Sheriff Foreclosure Sale:
Properties wind up in “limbo” - with the owner gone but the lender not legally responsible for taxes and upkeep - when lenders do not complete foreclosure sales. Twenty-two percent of 6,108 abandoned properties in Montgomery County’s went to sheriff’s foreclosure sale since 2005, some multiple times.*
Most recent action
No Bid, No Sale
Vacated or Void
Source: Montgomery County Auditor — Dec. 2011 list
• Ohio Attorney General Mike DeWine said he is exploring legal options to help jurisdictions hold limited liability companies accountable and prosecute owners who repeatedly violate housing codes. “It is part of the overall abandoned home problem in this state and we’ve got to figure out how to pierce this veil that these irresponsible people have placed up there to try to protect themselves,” said DeWine. “We are going to go after them. We are trying to make an example out of them.”
• Communities across the Miami Valley are compiling their own list of properties to meet a Monday deadline to apply for grants from DeWine’s $75 million fund for demolishing blighted properties.
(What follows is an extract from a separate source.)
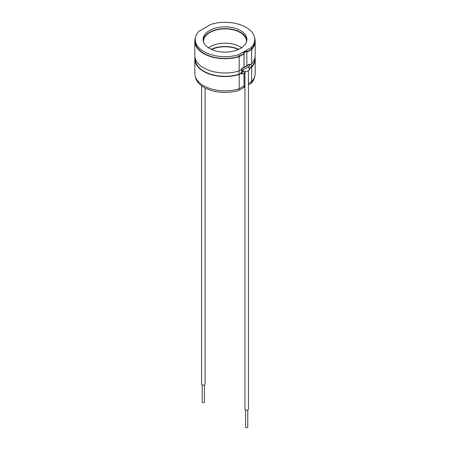 <?xml version="1.0" encoding="UTF-8"?>
<svg xmlns="http://www.w3.org/2000/svg" width="450" height="450" viewBox="0 0 450 450"><rect width="100%" height="100%" fill="white"/><g stroke="black" fill="none" stroke-linecap="round" stroke-linejoin="round"><path stroke-width="0.67" d="M244.935 71.572L244.935 409.196A1.749 1.012 0 0 0 245.447 409.911A1.749 1.012 0 0 0 247.354 410.13A1.749 1.012 0 0 0 248.434 409.196L248.434 70.74M201.566 85.781L201.566 384.154A1.749 1.012 0 0 0 202.078 384.868A1.749 1.012 0 0 0 203.985 385.088A1.749 1.012 0 0 0 205.065 384.154L205.065 87.953M241.588 47.717A21.437 12.375 0 0 0 240.159 46.806A21.437 12.375 0 0 0 208.412 47.717M246.381 42.142A21.437 12.375 0 0 0 246.437 41.271A21.437 12.375 0 0 0 240.159 32.518A21.437 12.375 0 0 0 216.799 29.835A21.437 12.375 0 0 0 203.563 41.271A21.437 12.375 0 0 0 203.619 42.142M238.393 49.466A21.437 12.375 0 0 0 211.607 49.466M245.593 409.984L245.593 427.056A1.091 0.63 0 0 0 245.914 427.5A1.091 0.63 0 0 0 247.101 427.635A1.091 0.63 0 0 0 247.776 427.056L247.776 409.984M204.407 384.941L204.407 402.013A1.091 0.63 180 0 1 203.732 402.598A1.091 0.63 180 0 1 202.545 402.463A1.091 0.63 180 0 1 202.224 402.013L202.224 384.941M240.469 30.555A21.876 12.628 0 0 0 216.63 27.816A21.876 12.628 0 0 0 203.124 39.482A21.876 12.628 0 0 0 209.531 48.414A21.876 12.628 0 0 0 233.37 51.154A21.876 12.628 0 0 0 246.876 39.482A21.876 12.628 0 0 0 240.469 30.555M246.819 40.376A21.876 12.628 0 0 0 240.469 32.338A21.876 12.628 0 0 0 217.35 29.441A21.876 12.628 0 0 0 203.181 40.376M246.037 27.338A29.745 17.173 0 0 0 211.072 24.306L198.714 31.444A29.745 17.173 0 0 0 195.255 39.482A29.745 17.173 0 0 0 238.928 54.658L251.286 47.526L251.286 49.309A29.745 17.173 0 0 0 254.745 41.271L254.745 39.482A29.745 17.173 0 0 0 246.037 27.338M238.748 49.309A21.876 12.628 0 0 0 211.252 49.309M194.974 57.341A30.184 17.426 0 0 0 194.816 59.13A30.184 17.426 0 0 0 239.192 74.509L241.549 73.147L241.239 72.973L238.928 74.306A29.745 17.173 0 0 1 195.255 59.13L195.255 58.511M249.593 68.147L251.286 67.168A29.745 17.173 0 0 0 254.745 59.13L254.745 58.511M249.593 68.507L251.64 67.32A30.184 17.426 0 0 0 255.184 59.13A30.184 17.426 0 0 0 255.026 57.341M195.373 37.929A30.184 17.426 0 0 0 194.816 41.271L194.816 55.558A30.184 17.426 0 0 0 239.192 70.937L241.549 69.576L241.549 68.687L246.836 65.666L246.836 51.199L246.499 51.002L243.714 52.611L244.024 53.859L244.024 67.258M249.593 64.935L251.64 63.748A30.184 17.426 0 0 0 255.184 55.558L255.184 41.271A30.184 17.426 0 0 0 254.627 37.929M241.239 69.756L241.239 70.29L241.858 70.65L249.593 66.184L249.283 64.221L246.836 65.633M238.928 71.021L238.928 74.306M243 71.061L241.239 72.079L241.239 72.973M249.12 70.031L249.593 69.756L249.593 67.972L248.698 67.77M251.286 63.956L251.286 67.168M246.836 51.199L244.058 52.807L244.058 67.275M244.058 52.807L243.714 52.611M194.816 41.271A30.184 17.426 0 0 0 239.192 56.649L244.024 53.859M239.192 56.649L239.192 70.937M246.836 52.234L251.64 49.461L251.64 63.748M241.549 73.147L241.858 74.222L245.447 72.146M239.192 74.509L239.192 88.796L244.024 86.006L244.024 72.973M248.434 83.464L251.64 81.608A30.184 17.426 0 0 0 255.184 73.418L255.184 59.13M251.64 67.32L251.64 81.608M243.714 86.186L244.058 87.097L244.935 86.591M244.058 72.951L244.058 87.097M194.816 59.13L194.816 73.418A30.184 17.426 0 0 0 239.192 88.796M195.255 39.482L195.255 41.271A29.745 17.173 0 0 0 238.928 56.447L243.714 53.685M246.836 51.879L251.286 49.309M251.64 49.461A30.184 17.426 0 0 0 255.184 41.271M238.928 88.881L238.928 90.377L244.935 86.912M248.434 84.892L251.286 83.244A29.745 17.173 0 0 0 254.627 76.759M251.286 81.816L251.286 83.244M238.928 54.658L238.928 56.447M195.373 76.759A29.745 17.173 0 0 0 238.928 90.377M251.286 47.526A29.745 17.173 0 0 0 254.745 39.482M243.737 71.347L241.858 72.433L241.239 72.079M249.593 67.972L249.109 68.248M241.858 72.433L241.858 74.222M249.593 64.401L241.858 68.861L241.858 70.65M241.858 68.861L241.549 68.687M243.309 69.812L242.764 70.937C247.624 73.367 251.685 68.209 248.13 67.359L247.584 67.343"/></g></svg>

The money is part of a $25 billion federal-state settlement agreement with the five largest mortgage servicers — Ally/GMAC, Bank of America, Citi, JPMorganChase and Wells Fargo — over foreclosure abuses and fraud and unacceptable mortgage practices. Ohio’s share is $330 million. Montgomery County’s share of the total is $4.2 million.
• The Restore Our Neighborhood Act, unveiled June 29 by U.S. Reps. Marcia L. Fudge, D-Cleveland, and Steve LaTourette, R-Bainbridge Twp., would provide $2 billion nationwide and $2 billion for hardest hit states, including Ohio. Money would allow states and established land banks to issue 30-year demolition bonds to demolish vacant, foreclosed and abandoned homes.
• Last July, Montgomery County Commissioners formed the Montgomery County’s Land Reutilization Corporation — a land bank — to expedite acquisition of blighted properties, wipe away back taxes and assessments and demolish or redevelop the properties. Commissioners have not funded it, however, so little has been done in the year since it was established.